━━━ Records for processing

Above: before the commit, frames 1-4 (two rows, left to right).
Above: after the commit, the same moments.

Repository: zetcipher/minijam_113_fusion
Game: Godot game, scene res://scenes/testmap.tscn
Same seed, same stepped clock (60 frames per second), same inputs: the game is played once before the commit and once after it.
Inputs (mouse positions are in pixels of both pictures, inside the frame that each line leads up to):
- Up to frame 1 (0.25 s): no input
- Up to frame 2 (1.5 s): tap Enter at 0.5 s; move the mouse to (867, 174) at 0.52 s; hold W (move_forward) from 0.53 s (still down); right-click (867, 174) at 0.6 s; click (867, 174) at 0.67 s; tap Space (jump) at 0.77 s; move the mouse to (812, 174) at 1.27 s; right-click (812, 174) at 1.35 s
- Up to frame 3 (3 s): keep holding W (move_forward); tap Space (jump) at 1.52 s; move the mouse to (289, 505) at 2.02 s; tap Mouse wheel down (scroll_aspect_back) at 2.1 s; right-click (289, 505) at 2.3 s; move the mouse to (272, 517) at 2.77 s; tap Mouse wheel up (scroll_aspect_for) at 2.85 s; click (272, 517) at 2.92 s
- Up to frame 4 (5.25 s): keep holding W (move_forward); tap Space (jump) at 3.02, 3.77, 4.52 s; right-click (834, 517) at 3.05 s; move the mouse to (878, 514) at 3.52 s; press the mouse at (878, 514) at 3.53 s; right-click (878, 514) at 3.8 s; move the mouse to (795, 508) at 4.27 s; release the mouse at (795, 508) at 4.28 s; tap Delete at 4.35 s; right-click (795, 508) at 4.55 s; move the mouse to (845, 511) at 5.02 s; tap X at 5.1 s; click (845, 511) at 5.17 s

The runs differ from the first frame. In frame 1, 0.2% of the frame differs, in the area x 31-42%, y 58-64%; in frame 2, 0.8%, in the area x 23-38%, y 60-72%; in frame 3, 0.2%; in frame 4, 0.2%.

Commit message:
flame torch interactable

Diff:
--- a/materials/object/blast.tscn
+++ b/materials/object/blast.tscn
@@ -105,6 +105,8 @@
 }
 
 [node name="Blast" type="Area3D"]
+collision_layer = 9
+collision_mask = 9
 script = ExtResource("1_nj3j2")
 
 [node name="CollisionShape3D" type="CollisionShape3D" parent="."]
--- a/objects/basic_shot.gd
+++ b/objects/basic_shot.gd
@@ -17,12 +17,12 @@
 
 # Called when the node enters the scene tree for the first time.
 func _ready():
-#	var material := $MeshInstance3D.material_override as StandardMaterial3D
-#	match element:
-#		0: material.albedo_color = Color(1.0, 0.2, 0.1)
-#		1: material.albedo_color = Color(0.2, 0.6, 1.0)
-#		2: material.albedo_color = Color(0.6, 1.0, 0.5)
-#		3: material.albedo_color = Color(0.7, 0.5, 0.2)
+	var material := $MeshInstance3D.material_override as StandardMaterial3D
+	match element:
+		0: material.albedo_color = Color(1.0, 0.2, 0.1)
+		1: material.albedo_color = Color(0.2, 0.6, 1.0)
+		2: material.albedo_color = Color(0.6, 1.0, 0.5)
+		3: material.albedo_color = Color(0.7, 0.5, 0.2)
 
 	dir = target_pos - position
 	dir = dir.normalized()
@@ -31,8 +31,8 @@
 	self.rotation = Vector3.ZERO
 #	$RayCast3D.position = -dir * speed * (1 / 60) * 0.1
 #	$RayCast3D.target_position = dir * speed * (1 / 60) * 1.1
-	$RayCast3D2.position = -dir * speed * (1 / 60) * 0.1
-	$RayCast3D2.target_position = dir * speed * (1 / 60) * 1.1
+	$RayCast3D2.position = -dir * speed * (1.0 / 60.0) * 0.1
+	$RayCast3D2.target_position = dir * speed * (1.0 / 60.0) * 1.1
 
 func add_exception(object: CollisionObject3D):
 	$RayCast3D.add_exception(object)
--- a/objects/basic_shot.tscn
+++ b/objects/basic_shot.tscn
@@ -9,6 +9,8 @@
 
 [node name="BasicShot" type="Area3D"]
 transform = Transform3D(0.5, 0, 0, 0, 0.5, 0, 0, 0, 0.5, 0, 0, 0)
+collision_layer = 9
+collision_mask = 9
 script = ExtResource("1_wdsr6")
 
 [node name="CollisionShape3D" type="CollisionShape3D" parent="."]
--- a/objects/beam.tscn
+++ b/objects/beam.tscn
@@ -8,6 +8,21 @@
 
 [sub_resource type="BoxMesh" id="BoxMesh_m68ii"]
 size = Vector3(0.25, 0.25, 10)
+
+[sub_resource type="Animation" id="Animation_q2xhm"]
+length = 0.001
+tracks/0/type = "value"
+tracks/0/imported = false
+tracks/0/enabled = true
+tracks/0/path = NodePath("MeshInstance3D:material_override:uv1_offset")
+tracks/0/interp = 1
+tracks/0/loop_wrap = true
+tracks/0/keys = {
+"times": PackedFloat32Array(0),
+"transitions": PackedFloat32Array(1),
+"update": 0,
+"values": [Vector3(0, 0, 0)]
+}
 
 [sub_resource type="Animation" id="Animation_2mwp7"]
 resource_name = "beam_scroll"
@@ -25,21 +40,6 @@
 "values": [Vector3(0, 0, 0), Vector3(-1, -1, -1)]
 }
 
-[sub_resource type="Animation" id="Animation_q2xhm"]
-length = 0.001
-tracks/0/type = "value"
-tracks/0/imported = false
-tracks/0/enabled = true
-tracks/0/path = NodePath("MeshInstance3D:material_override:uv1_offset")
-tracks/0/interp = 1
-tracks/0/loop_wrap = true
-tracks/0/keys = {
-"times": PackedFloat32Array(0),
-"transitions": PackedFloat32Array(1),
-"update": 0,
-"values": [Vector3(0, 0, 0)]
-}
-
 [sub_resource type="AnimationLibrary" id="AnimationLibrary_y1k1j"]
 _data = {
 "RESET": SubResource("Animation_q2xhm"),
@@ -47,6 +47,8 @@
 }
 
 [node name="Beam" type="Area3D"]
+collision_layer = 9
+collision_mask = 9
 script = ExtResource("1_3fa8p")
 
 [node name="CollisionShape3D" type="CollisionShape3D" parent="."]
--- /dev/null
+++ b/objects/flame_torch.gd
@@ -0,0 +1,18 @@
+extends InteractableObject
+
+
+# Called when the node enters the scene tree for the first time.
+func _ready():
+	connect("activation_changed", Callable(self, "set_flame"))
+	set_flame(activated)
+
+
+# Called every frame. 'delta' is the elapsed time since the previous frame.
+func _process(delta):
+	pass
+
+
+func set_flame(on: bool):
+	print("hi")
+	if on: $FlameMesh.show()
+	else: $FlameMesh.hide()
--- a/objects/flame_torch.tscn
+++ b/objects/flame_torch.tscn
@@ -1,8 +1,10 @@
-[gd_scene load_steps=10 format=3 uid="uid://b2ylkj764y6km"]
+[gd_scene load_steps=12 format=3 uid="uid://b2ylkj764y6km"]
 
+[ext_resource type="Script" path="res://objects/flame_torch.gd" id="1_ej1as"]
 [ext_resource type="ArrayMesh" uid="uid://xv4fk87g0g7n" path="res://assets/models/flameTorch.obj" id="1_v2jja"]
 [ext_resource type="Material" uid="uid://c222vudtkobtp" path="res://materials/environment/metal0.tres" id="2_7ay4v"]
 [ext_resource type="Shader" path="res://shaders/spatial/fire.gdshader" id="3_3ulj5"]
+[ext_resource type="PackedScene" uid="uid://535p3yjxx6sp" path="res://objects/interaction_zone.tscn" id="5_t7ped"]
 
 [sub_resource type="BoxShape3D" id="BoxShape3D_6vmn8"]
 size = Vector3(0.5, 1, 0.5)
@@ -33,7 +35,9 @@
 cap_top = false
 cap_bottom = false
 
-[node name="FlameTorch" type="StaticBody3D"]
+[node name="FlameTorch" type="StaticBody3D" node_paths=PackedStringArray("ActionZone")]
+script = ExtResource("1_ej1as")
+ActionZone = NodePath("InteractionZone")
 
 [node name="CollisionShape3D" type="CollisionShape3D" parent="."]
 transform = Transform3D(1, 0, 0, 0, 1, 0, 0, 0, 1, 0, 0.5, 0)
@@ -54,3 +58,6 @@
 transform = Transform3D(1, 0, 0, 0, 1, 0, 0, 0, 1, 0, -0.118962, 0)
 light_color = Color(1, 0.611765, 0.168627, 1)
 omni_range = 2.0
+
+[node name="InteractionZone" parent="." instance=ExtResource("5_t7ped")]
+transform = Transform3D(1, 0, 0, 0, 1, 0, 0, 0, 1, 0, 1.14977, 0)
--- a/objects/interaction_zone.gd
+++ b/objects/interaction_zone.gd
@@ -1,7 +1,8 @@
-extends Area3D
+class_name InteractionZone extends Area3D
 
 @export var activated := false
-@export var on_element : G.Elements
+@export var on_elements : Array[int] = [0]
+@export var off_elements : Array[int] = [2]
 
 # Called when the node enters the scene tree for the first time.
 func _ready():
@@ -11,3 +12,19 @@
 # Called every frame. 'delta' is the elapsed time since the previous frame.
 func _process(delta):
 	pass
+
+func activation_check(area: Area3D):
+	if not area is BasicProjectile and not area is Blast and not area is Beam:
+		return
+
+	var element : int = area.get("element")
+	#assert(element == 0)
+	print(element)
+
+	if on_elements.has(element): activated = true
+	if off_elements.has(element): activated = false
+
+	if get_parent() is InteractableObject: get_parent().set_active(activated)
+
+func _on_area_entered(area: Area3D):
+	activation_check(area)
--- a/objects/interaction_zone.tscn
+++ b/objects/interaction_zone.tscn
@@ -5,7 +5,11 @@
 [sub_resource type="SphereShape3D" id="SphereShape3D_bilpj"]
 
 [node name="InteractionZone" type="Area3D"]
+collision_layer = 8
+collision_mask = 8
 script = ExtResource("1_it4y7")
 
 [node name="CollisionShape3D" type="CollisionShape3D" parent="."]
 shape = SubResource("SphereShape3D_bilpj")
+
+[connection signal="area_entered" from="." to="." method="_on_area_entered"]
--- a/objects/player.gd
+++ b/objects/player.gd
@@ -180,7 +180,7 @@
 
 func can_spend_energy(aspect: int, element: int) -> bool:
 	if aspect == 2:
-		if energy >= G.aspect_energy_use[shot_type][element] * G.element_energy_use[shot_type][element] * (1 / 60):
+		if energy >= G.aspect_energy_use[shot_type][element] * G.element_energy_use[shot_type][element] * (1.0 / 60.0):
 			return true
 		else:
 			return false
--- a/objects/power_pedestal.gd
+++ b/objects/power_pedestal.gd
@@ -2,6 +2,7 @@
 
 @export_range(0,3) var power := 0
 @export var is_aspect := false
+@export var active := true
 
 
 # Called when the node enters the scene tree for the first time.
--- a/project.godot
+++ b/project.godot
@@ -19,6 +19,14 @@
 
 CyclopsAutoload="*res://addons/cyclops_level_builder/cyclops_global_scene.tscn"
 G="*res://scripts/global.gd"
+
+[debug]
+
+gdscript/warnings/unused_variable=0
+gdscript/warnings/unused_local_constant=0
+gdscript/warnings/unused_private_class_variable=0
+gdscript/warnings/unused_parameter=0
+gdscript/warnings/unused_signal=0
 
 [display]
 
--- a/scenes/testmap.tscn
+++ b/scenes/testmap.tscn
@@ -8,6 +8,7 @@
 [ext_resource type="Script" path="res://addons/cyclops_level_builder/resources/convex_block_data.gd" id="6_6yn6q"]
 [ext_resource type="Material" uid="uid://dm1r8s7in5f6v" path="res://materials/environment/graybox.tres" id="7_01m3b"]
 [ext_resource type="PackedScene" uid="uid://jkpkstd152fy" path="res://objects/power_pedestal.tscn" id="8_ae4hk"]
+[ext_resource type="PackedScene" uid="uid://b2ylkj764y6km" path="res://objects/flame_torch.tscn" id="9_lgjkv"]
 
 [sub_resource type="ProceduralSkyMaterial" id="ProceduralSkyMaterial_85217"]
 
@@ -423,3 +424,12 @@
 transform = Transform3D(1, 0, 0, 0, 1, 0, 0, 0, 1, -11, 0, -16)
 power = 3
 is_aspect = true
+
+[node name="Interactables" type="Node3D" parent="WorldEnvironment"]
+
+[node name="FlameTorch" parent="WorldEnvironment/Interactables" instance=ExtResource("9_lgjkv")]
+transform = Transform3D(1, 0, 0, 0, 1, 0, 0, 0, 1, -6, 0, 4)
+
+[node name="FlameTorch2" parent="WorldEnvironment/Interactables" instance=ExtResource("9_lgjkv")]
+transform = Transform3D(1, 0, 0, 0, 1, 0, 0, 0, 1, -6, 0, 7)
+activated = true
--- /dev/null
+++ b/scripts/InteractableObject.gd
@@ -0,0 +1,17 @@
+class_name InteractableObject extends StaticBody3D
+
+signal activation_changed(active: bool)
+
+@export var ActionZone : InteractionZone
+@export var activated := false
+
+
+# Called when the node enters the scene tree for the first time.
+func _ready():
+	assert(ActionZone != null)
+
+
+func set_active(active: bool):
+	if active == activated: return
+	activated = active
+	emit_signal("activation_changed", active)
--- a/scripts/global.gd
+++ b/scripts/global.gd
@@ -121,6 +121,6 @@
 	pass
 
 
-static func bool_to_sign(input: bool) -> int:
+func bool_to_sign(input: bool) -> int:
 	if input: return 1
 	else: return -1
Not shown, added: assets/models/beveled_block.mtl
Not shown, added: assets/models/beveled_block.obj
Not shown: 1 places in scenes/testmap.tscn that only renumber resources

━━━━━━

● **Activity**:
Start at the first line of the entries and stop at the line that contains "Same seed, same". Repeat every line in that span exactly, and nothing beyond it.

● **Exercise answer**:
Above: before the commit, frames 1-4 (two rows, left to right).
Above: after the commit, the same moments.

Repository: zetcipher/minijam_113_fusion
Game: Godot game, scene res://scenes/testmap.tscn
Same seed, same stepped clock (60 frames per second), same inputs: the game is played once before the commit and once after it.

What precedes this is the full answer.